## Data for the task:

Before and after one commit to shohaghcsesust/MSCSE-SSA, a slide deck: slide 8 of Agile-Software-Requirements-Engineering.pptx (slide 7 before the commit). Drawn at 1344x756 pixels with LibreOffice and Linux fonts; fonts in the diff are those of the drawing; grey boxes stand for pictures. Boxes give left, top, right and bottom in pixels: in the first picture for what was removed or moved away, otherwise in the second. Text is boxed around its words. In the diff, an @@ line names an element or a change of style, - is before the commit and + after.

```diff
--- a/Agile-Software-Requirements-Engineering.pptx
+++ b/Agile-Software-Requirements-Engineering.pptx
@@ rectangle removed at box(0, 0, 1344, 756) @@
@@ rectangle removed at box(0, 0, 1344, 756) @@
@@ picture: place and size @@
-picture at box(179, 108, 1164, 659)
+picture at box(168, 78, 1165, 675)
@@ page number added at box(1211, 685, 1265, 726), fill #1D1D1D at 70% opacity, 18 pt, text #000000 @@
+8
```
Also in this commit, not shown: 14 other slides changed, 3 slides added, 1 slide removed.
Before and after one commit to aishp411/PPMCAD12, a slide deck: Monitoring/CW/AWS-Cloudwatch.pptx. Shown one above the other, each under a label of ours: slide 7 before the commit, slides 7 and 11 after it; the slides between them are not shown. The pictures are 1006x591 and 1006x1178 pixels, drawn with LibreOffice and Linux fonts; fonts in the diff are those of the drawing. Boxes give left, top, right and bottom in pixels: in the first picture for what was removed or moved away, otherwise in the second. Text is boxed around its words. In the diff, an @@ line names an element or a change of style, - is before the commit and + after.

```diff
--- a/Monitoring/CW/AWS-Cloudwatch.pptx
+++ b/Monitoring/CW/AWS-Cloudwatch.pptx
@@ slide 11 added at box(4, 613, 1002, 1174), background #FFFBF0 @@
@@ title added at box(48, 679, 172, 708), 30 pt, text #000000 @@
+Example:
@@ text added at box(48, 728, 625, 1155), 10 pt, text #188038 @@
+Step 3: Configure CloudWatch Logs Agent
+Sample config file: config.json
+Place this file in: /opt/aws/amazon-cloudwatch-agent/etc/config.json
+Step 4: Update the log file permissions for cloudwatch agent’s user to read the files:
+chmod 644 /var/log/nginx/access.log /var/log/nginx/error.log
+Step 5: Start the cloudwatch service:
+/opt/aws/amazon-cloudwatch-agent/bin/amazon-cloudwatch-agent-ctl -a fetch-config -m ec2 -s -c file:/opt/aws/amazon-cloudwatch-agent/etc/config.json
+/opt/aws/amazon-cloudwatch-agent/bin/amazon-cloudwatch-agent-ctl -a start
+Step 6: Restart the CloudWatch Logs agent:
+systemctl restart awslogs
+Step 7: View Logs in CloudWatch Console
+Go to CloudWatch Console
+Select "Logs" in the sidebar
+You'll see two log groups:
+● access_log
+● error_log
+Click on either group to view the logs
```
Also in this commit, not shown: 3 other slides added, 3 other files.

## What the task requires:
Scan the entries above for the word "second". Report the lines that hold it.

## Answer for this exercise:
Before and after one commit to shohaghcsesust/MSCSE-SSA, a slide deck: slide 8 of Agile-Software-Requirements-Engineering.pptx (slide 7 before the commit). Drawn at 1344x756 pixels with LibreOffice and Linux fonts; fonts in the diff are those of the drawing; grey boxes stand for pictures. Boxes give left, top, right and bottom in pixels: in the first picture for what was removed or moved away, otherwise in the second. Text is boxed around its words. In the diff, an @@ line names an element or a change of style, - is before the commit and + after.
Before and after one commit to aishp411/PPMCAD12, a slide deck: Monitoring/CW/AWS-Cloudwatch.pptx. Shown one above the other, each under a label of ours: slide 7 before the commit, slides 7 and 11 after it; the slides between them are not shown. The pictures are 1006x591 and 1006x1178 pixels, drawn with LibreOffice and Linux fonts; fonts in the diff are those of the drawing. Boxes give left, top, right and bottom in pixels: in the first picture for what was removed or moved away, otherwise in the second. Text is boxed around its words. In the diff, an @@ line names an element or a change of style, - is before the commit and + after.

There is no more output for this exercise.